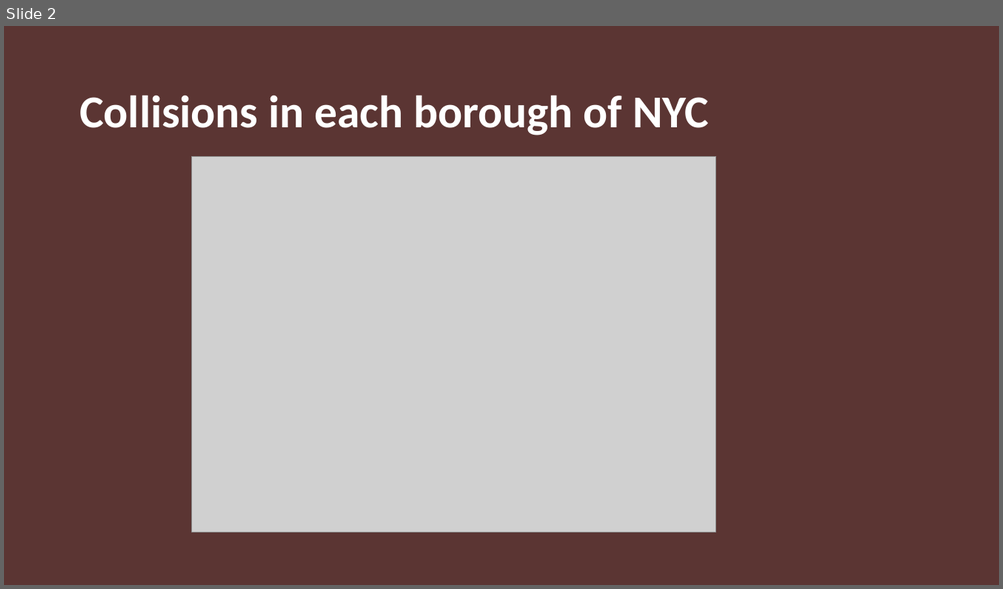
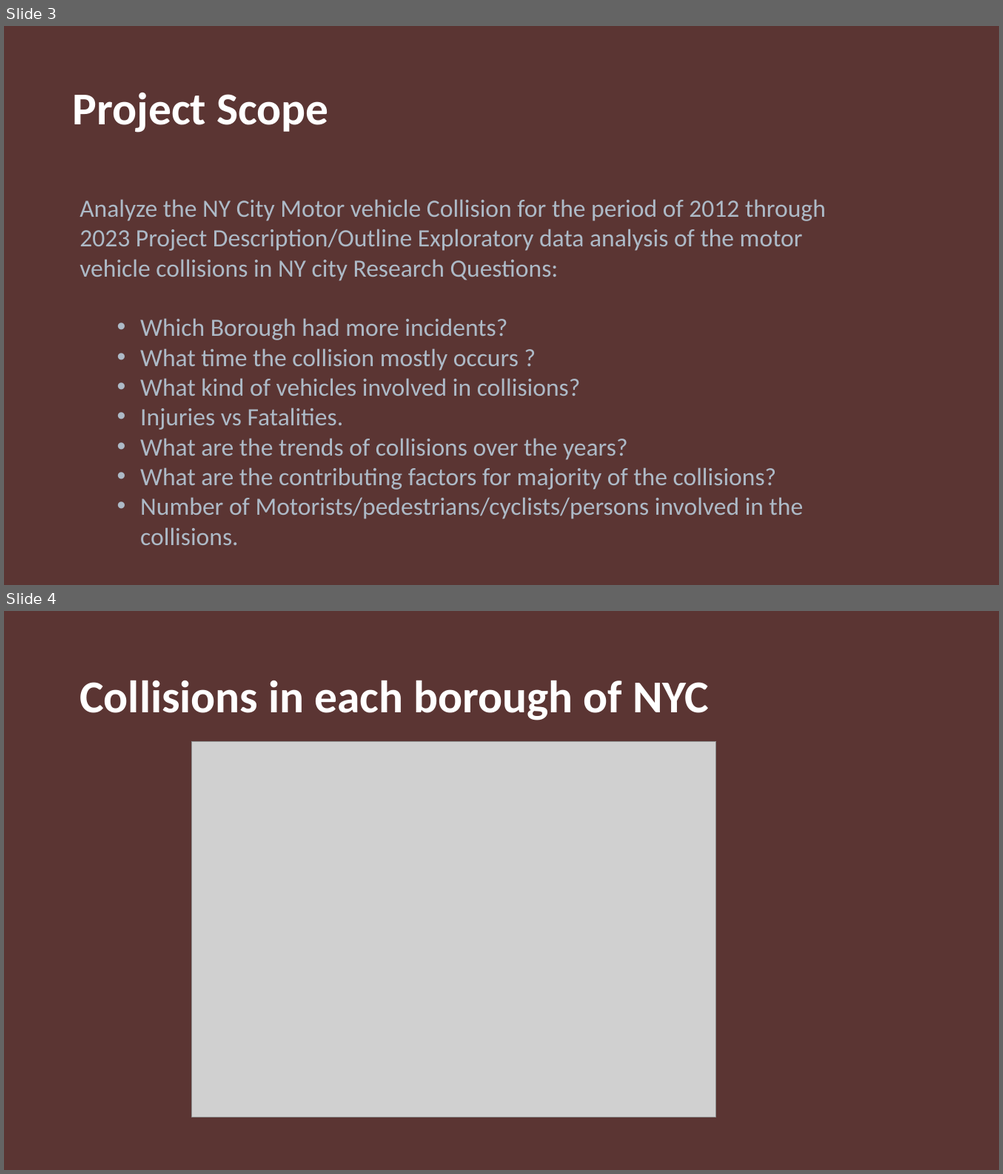
Before and after one commit to Pythorium-Quartet/Motor-Vehicle-Collison-Analysis, a slide deck: New York City Traffic Analysis.pptx. Shown one above the other, each under a label of ours: slide 2 before the commit, slides 3 and 4 after it. The pictures are 1003x589 and 1003x1174 pixels, drawn with LibreOffice and Linux fonts; fonts in the diff are those of the drawing; grey boxes stand for pictures; background and template pictures are left out. Boxes give left, top, right and bottom in pixels: in the first picture for what was removed or moved away, otherwise in the second. Text is boxed around its words. In the diff, an @@ line names an element or a change of style, - is before the commit and + after.

```diff
--- a/New York City Traffic Analysis.pptx
+++ b/New York City Traffic Analysis.pptx
@@ slide 3 added at box(4, 26, 999, 585), background #FFFFFF; not listed: 1 template element that a slide beside it also shows @@
@@ title added at box(72, 93, 329, 133), 44 pt, text #FFFFFF, bold @@
+Project Scope
@@ text added at box(79, 199, 825, 545), 24 pt, text #ADBAC7 @@
+Analyze the NY City Motor vehicle Collision for the period of 2012 through 2023 Project Description/Outline Exploratory data analysis of the motor vehicle collisions in NY city Research Questions:
+  • Which Borough had more incidents?
+  • What time the collision mostly occurs ?
+  • What kind of vehicles involved in collisions?
+  • Injuries vs Fatalities.
+  • What are the trends of collisions over the years?
+  • What are the contributing factors for majority of the collisions?
+  • Number of Motorists/pedestrians/cyclists/persons involved in the collisions.
@@ what was slide 2 is now slide 4 @@
```
Also in this commit, not shown: 1 slide changed, 1 other slide added, 2 other files.

◇ ◇ ◇ ◇

Problem description » The response must contain each line above that holds the string "pptx".

Solution to the problem »
Before and after one commit to Pythorium-Quartet/Motor-Vehicle-Collison-Analysis, a slide deck: New York City Traffic Analysis.pptx. Shown one above the other, each under a label of ours: slide 2 before the commit, slides 3 and 4 after it. The pictures are 1003x589 and 1003x1174 pixels, drawn with LibreOffice and Linux fonts; fonts in the diff are those of the drawing; grey boxes stand for pictures; background and template pictures are left out. Boxes give left, top, right and bottom in pixels: in the first picture for what was removed or moved away, otherwise in the second. Text is boxed around its words. In the diff, an @@ line names an element or a change of style, - is before the commit and + after.
--- a/New York City Traffic Analysis.pptx
+++ b/New York City Traffic Analysis.pptx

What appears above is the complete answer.